Raw data ->
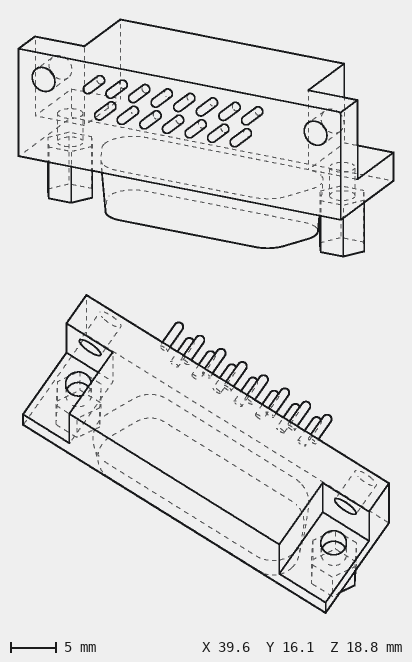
import cadquery as cq
import math

BODY_WIDTH = 39.62
BODY_DEPTH = 12.55
BODY_HEIGHT = 12.7
BACK_WALL = 3.96
FLANGE_THICKNESS = 3.35
EAR_WIDTH = 6.06

HOLE_DIAMETER = 2.8
HOLE_PITCH = 33.42
WALL_HOLE_DROP = 3.05
HEX_ACROSS_FLATS = 4.78
MOUNT_Y = BODY_DEPTH / 2
MOUNT_XS = (-HOLE_PITCH / 2, HOLE_PITCH / 2)

SHELL_LENGTH = 6.1
SHELL_WIDTH = 26.32
SHELL_DEPTH = 9.84
SHELL_CORNER_RADIUS = 3.42
SHELL_SIDE_ANGLE = 25
SHELL_DRAFT = 5

PIN_DIAMETER = 1.0
PIN_LENGTH = 3.5
PIN_PITCH = 2.775
PIN_ROW_SPACING = 2.84
PIN_ROW_DROP = 1.765
PIN_ROW_COUNTS = (8, 7)


def make_housing():
    """Block with both upper rear ears cut away, leaving back wall and flange."""
    housing = cq.Workplane("XY").box(BODY_WIDTH, BODY_DEPTH, BODY_HEIGHT, centered=(True, False, False))
    for ear_x in (-BODY_WIDTH / 2, BODY_WIDTH / 2 - EAR_WIDTH):
        notch = cq.Workplane("XY").box(
            EAR_WIDTH, BODY_DEPTH - BACK_WALL, BODY_HEIGHT - FLANGE_THICKNESS, centered=False
        )
        housing = housing.cut(notch.translate((ear_x, BACK_WALL, FLANGE_THICKNESS)))
    return housing


def cut_mounting_holes(housing):
    """One hole through the back wall and one through the flange at each end."""
    radius = HOLE_DIAMETER / 2
    for x in MOUNT_XS:
        wall_start = cq.Vector(x, 0, BODY_HEIGHT - WALL_HOLE_DROP)
        flange_start = cq.Vector(x, MOUNT_Y, 0)
        housing = housing.cut(cq.Solid.makeCylinder(radius, BACK_WALL, wall_start, cq.Vector(0, 1, 0)))
        housing = housing.cut(cq.Solid.makeCylinder(radius, FLANGE_THICKNESS, flange_start))
    return housing


def make_jack_screws():
    """Hexagons below the flange, closing the lower ends of the flange holes."""
    across_corners = HEX_ACROSS_FLATS / math.cos(math.pi / 6)
    centres = [(x, MOUNT_Y) for x in MOUNT_XS]
    return cq.Workplane("XY").pushPoints(centres).polygon(6, across_corners).extrude(-SHELL_LENGTH)


def make_shell():
    """Rounded trapezoid, narrow towards the pins, shrinking away from the housing."""
    angle = math.radians(SHELL_SIDE_ANGLE)
    radius = SHELL_CORNER_RADIUS
    arc_x = SHELL_WIDTH / 2 - radius
    arc_y = SHELL_DEPTH / 2 - radius
    tangent_x = arc_x + radius * math.cos(angle)
    tangent_y = arc_y - radius * math.sin(angle)
    rear_x = tangent_x + (SHELL_DEPTH / 2 - tangent_y) * math.tan(angle)
    front_x = rear_x - SHELL_DEPTH * math.tan(angle)
    corners = [
        (-front_x, -SHELL_DEPTH / 2),
        (front_x, -SHELL_DEPTH / 2),
        (rear_x, SHELL_DEPTH / 2),
        (-rear_x, SHELL_DEPTH / 2),
    ]
    outline = cq.Sketch().polygon(corners + corners[:1]).vertices().fillet(radius)
    shell = cq.Workplane("XY").placeSketch(outline).extrude(-SHELL_LENGTH, taper=SHELL_DRAFT)
    return shell.translate((0, MOUNT_Y, 0))


def make_pin(x, z):
    """Pin standing out of the back wall, turned about its axis with a half-ball tip."""
    radius = PIN_DIAMETER / 2
    straight = PIN_LENGTH - radius
    diagonal = radius * math.sqrt(0.5)
    profile = (
        cq.Workplane("YZ")
        .lineTo(0, radius)
        .lineTo(-straight, radius)
        .threePointArc((-straight - diagonal, diagonal), (-PIN_LENGTH, 0))
        .close()
    )
    return profile.revolve(360, (0, 0, 0), (1, 0, 0)).translate((x, 0, z))


def add_pins(part):
    """Two staggered rows of pins, each centred on the housing."""
    for row, count in enumerate(PIN_ROW_COUNTS):
        z = BODY_HEIGHT - PIN_ROW_DROP - row * PIN_ROW_SPACING
        for index in range(count):
            x = (index - (count - 1) / 2) * PIN_PITCH
            part = part.union(make_pin(x, z))
    return part


result = cut_mounting_holes(make_housing())
result = result.union(make_jack_screws()).union(make_shell())
result = add_pins(result)
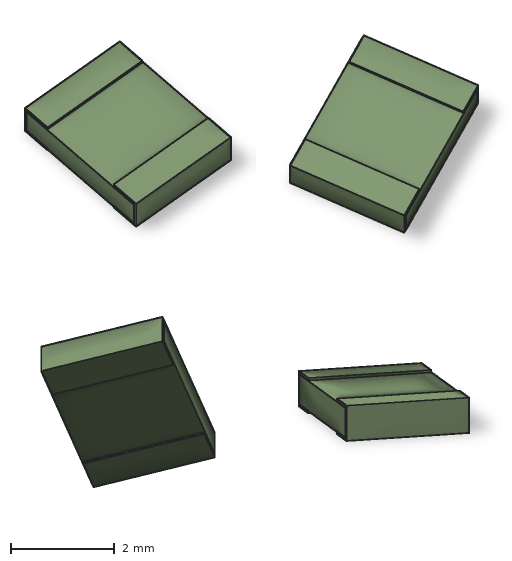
import cadquery as cq

length = 3.2
width = 2.5
height = 0.7
cap_thickness = 0.05
cap_reach = 0.65
cap_inset = 0.015

body_length = length - 2 * cap_thickness
body_height = height - 2 * cap_thickness
cap_width = width - 2 * cap_inset


def end_cap(side):
    """Block covering one end; the body fills its inside to leave a C-shaped wrap."""
    center_x = side * (length - cap_reach) / 2
    return cq.Workplane("XY").box(cap_reach, cap_width, height).translate((center_x, 0, 0))


result = cq.Workplane("XY").box(body_length, width, body_height)
for side in (-1, 1):
    result = result.union(end_cap(side))
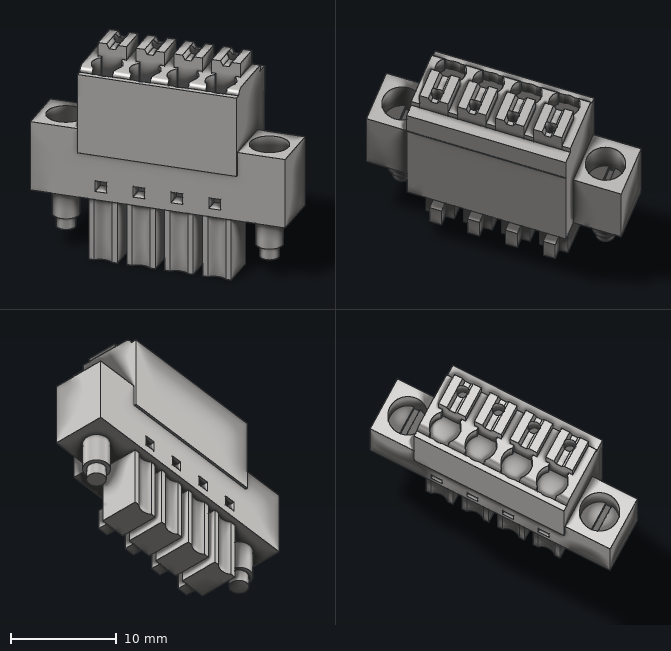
import cadquery as cq
import math


POLE_COUNT = 4
PITCH = 3.81
POLE_X = [(i - (POLE_COUNT - 1) / 2) * PITCH for i in range(POLE_COUNT)]

BODY_WIDTH = 16.0
BODY_FRONT = 0.22
BODY_BACK = 7.8
PANEL_BOTTOM = 4.7
LIP_BACK = 7.9
LIP_BOTTOM = 10.2
SHOULDER_Z = 12.83
LEDGE_Z = 13.45
LEDGE_FRONT = 0.58
LEDGE_RADIUS = 0.85
LEDGE_DROP = LEDGE_Z - SHOULDER_Z
LEDGE_ROUNDING_DEPTH = math.sqrt(LEDGE_RADIUS**2 - (LEDGE_RADIUS - LEDGE_DROP) ** 2)
LEDGE_BACK = 6.63

FLANGE_SPAN = 25.63
FLANGE_BACK = 5.8
FLANGE_HEIGHT = 7.1

ENTRY_DIAMETER = 3.0
ENTRY_Y = 2.0
ENTRY_SLOT_WIDTH = 2.03
ENTRY_FLOOR = 11.4

LEVER_WIDTH = 2.87
LEVER_FRONT = 3.4
LEVER_BACK = LEDGE_BACK
LEVER_BOTTOM = ENTRY_FLOOR
LEVER_TOP = 14.83
GROOVE_TOP_WIDTH = 1.12
GROOVE_BOTTOM_WIDTH = 0.6
GROOVE_DEPTH = 0.48
LEVER_HOLE_DIAMETER = 1.16
LEVER_HOLE_Y = 5.6
LEVER_HOLE_DEPTH = 2.5

WINDOW_WIDTH = 1.17
WINDOW_BOTTOM = 0.85
WINDOW_TOP = 1.95
WINDOW_DEPTH = 1.5

FINGER_WIDTH = 2.87
FINGER_FRONT = 0.84
FINGER_BACK = 4.92
FINGER_LENGTH = 6.57
FLUTE_WIDTH = 1.8
FLUTE_DEPTH = 0.35
TAB_WIDTH = 1.2
TAB_BACK = 6.17
TAB_TOP = -4.0
TAB_BOTTOM = -6.28

SCREW_SPACING = 20.46
SCREW_X = [-SCREW_SPACING / 2, SCREW_SPACING / 2]
SCREW_Y = (BODY_FRONT + FLANGE_BACK) / 2
HEAD_DIAMETER = 3.8
HEAD_SEAT = 2.0
HEAD_HEIGHT = 2.0
SHANK_DIAMETER = 2.64
SHANK_END = -3.2
TIP_DIAMETER = 1.85
TIP_END = -4.5
DRIVE_SLOT_WIDTH = 0.62
DRIVE_SLOT_DEPTH = 0.6


def box(x_center, width, y_range, z_range):
    """Block centred on x_center that fills the given Y and Z ranges."""
    y_min, y_max = y_range
    z_min, z_max = z_range
    corner = (x_center - width / 2, y_min, z_min)
    return cq.Workplane("XY").box(width, y_max - y_min, z_max - z_min, centered=False).translate(corner)


def cylinder(x, y, diameter, z_min, z_max):
    """Upright cylinder between two heights."""
    return cq.Workplane("XY", origin=(x, y, z_min)).circle(diameter / 2).extrude(z_max - z_min)


def body_block():
    """Central block: front panel, rounded top ledge and back lip, extruded along X."""
    return (
        cq.Workplane("YZ", origin=(-BODY_WIDTH / 2, 0, 0))
        .moveTo(BODY_FRONT, 0)
        .lineTo(BODY_FRONT, PANEL_BOTTOM)
        .lineTo(0, PANEL_BOTTOM)
        .lineTo(0, SHOULDER_Z)
        .lineTo(LEDGE_FRONT, SHOULDER_Z)
        .radiusArc((LEDGE_FRONT + LEDGE_ROUNDING_DEPTH, LEDGE_Z), LEDGE_RADIUS)
        .lineTo(LEDGE_BACK, LEDGE_Z)
        .lineTo(LEDGE_BACK, SHOULDER_Z)
        .lineTo(LIP_BACK, SHOULDER_Z)
        .lineTo(LIP_BACK, LIP_BOTTOM)
        .lineTo(BODY_BACK, LIP_BOTTOM)
        .lineTo(BODY_BACK, 0)
        .close()
        .extrude(BODY_WIDTH)
    )


def plug_finger(x):
    """Downward finger with a shallow concave flute in front and a narrow keying tab behind."""
    left = x - FINGER_WIDTH / 2
    right = x + FINGER_WIDTH / 2
    finger = (
        cq.Workplane("XY", origin=(0, 0, -FINGER_LENGTH))
        .moveTo(left, FINGER_FRONT)
        .lineTo(x - FLUTE_WIDTH / 2, FINGER_FRONT)
        .threePointArc((x, FINGER_FRONT + FLUTE_DEPTH), (x + FLUTE_WIDTH / 2, FINGER_FRONT))
        .lineTo(right, FINGER_FRONT)
        .lineTo(right, FINGER_BACK)
        .lineTo(left, FINGER_BACK)
        .close()
        .extrude(FINGER_LENGTH)
    )
    tab = box(x, TAB_WIDTH, (FINGER_BACK, TAB_BACK), (TAB_BOTTOM, TAB_TOP))
    return finger.union(tab)


def wire_entry(x):
    """Round wire entry crossed by a narrower slot from the front panel to the lever."""
    bore = cylinder(x, ENTRY_Y, ENTRY_DIAMETER, ENTRY_FLOOR, LEDGE_Z)
    slot = box(x, ENTRY_SLOT_WIDTH, (LEDGE_FRONT, LEVER_FRONT), (ENTRY_FLOOR, LEDGE_Z))
    return bore.union(slot)


def lever_pocket(x):
    return box(x, LEVER_WIDTH, (LEVER_FRONT, LEVER_BACK), (LEVER_BOTTOM, LEDGE_Z))


def test_window(x):
    depth_range = (BODY_FRONT, BODY_FRONT + WINDOW_DEPTH)
    return box(x, WINDOW_WIDTH, depth_range, (WINDOW_BOTTOM, WINDOW_TOP))


def screw_hole(x):
    """Stepped hole: clearance for the head above the seat and for the shank below it."""
    head_bore = cylinder(x, SCREW_Y, HEAD_DIAMETER, HEAD_SEAT, FLANGE_HEIGHT)
    shank_bore = cylinder(x, SCREW_Y, SHANK_DIAMETER, 0, HEAD_SEAT)
    return head_bore.union(shank_bore)


def make_housing():
    flanges = box(0, FLANGE_SPAN, (BODY_FRONT, FLANGE_BACK), (0, FLANGE_HEIGHT))
    body = body_block().union(flanges)
    for x in POLE_X:
        body = body.union(plug_finger(x))
        body = body.cut(wire_entry(x)).cut(lever_pocket(x)).cut(test_window(x))
    for x in SCREW_X:
        body = body.cut(screw_hole(x))
    return body


def make_lever(x):
    """Release lever with a tapered screwdriver groove and a round blind hole on top."""
    lever = box(x, LEVER_WIDTH, (LEVER_FRONT, LEVER_BACK), (LEVER_BOTTOM, LEVER_TOP))
    groove_floor = LEVER_TOP - GROOVE_DEPTH
    groove = (
        cq.Workplane("XZ", origin=(x, LEVER_BACK, 0))
        .moveTo(-GROOVE_TOP_WIDTH / 2, LEVER_TOP)
        .lineTo(-GROOVE_BOTTOM_WIDTH / 2, groove_floor)
        .lineTo(GROOVE_BOTTOM_WIDTH / 2, groove_floor)
        .lineTo(GROOVE_TOP_WIDTH / 2, LEVER_TOP)
        .close()
        .extrude(LEVER_BACK - LEVER_FRONT)
    )
    hole = cylinder(x, LEVER_HOLE_Y, LEVER_HOLE_DIAMETER, LEVER_TOP - LEVER_HOLE_DEPTH, LEVER_TOP)
    return lever.cut(groove).cut(hole)


def make_screw(x):
    """Flange screw with a slotted head, a plain shank and a stepped tip."""
    head_top = HEAD_SEAT + HEAD_HEIGHT
    head = cylinder(x, SCREW_Y, HEAD_DIAMETER, HEAD_SEAT, head_top)
    shank = cylinder(x, SCREW_Y, SHANK_DIAMETER, SHANK_END, HEAD_SEAT)
    tip = cylinder(x, SCREW_Y, TIP_DIAMETER, TIP_END, SHANK_END)
    head_range = (SCREW_Y - HEAD_DIAMETER / 2, SCREW_Y + HEAD_DIAMETER / 2)
    drive_slot = box(x, DRIVE_SLOT_WIDTH, head_range, (head_top - DRIVE_SLOT_DEPTH, head_top))
    return head.union(shank).union(tip).cut(drive_slot)


housing = make_housing()
levers = [make_lever(x) for x in POLE_X]
screws = [make_screw(x) for x in SCREW_X]

result = cq.Compound.makeCompound([body.solids().val() for body in [housing, *levers, *screws]])

Activity -> From the data above, return every line from the line that has "BODY_DEPTH = 12.55" up to and including the line that has "rear_x = tangent_x", exactly.

Response below ->
BODY_DEPTH = 12.55
BODY_HEIGHT = 12.7
BACK_WALL = 3.96
FLANGE_THICKNESS = 3.35
EAR_WIDTH = 6.06

HOLE_DIAMETER = 2.8
HOLE_PITCH = 33.42
WALL_HOLE_DROP = 3.05
HEX_ACROSS_FLATS = 4.78
MOUNT_Y = BODY_DEPTH / 2
MOUNT_XS = (-HOLE_PITCH / 2, HOLE_PITCH / 2)

SHELL_LENGTH = 6.1
SHELL_WIDTH = 26.32
SHELL_DEPTH = 9.84
SHELL_CORNER_RADIUS = 3.42
SHELL_SIDE_ANGLE = 25
SHELL_DRAFT = 5

PIN_DIAMETER = 1.0
PIN_LENGTH = 3.5
PIN_PITCH = 2.775
PIN_ROW_SPACING = 2.84
PIN_ROW_DROP = 1.765
PIN_ROW_COUNTS = (8, 7)


def make_housing():
    """Block with both upper rear ears cut away, leaving back wall and flange."""
    housing = cq.Workplane("XY").box(BODY_WIDTH, BODY_DEPTH, BODY_HEIGHT, centered=(True, False, False))
    for ear_x in (-BODY_WIDTH / 2, BODY_WIDTH / 2 - EAR_WIDTH):
        notch = cq.Workplane("XY").box(
            EAR_WIDTH, BODY_DEPTH - BACK_WALL, BODY_HEIGHT - FLANGE_THICKNESS, centered=False
        )
        housing = housing.cut(notch.translate((ear_x, BACK_WALL, FLANGE_THICKNESS)))
    return housing


def cut_mounting_holes(housing):
    """One hole through the back wall and one through the flange at each end."""
    radius = HOLE_DIAMETER / 2
    for x in MOUNT_XS:
        wall_start = cq.Vector(x, 0, BODY_HEIGHT - WALL_HOLE_DROP)
        flange_start = cq.Vector(x, MOUNT_Y, 0)
        housing = housing.cut(cq.Solid.makeCylinder(radius, BACK_WALL, wall_start, cq.Vector(0, 1, 0)))
        housing = housing.cut(cq.Solid.makeCylinder(radius, FLANGE_THICKNESS, flange_start))
    return housing


def make_jack_screws():
    """Hexagons below the flange, closing the lower ends of the flange holes."""
    across_corners = HEX_ACROSS_FLATS / math.cos(math.pi / 6)
    centres = [(x, MOUNT_Y) for x in MOUNT_XS]
    return cq.Workplane("XY").pushPoints(centres).polygon(6, across_corners).extrude(-SHELL_LENGTH)


def make_shell():
    """Rounded trapezoid, narrow towards the pins, shrinking away from the housing."""
    angle = math.radians(SHELL_SIDE_ANGLE)
    radius = SHELL_CORNER_RADIUS
    arc_x = SHELL_WIDTH / 2 - radius
    arc_y = SHELL_DEPTH / 2 - radius
    tangent_x = arc_x + radius * math.cos(angle)
    tangent_y = arc_y - radius * math.sin(angle)
    rear_x = tangent_x + (SHELL_DEPTH / 2 - tangent_y) * math.tan(angle)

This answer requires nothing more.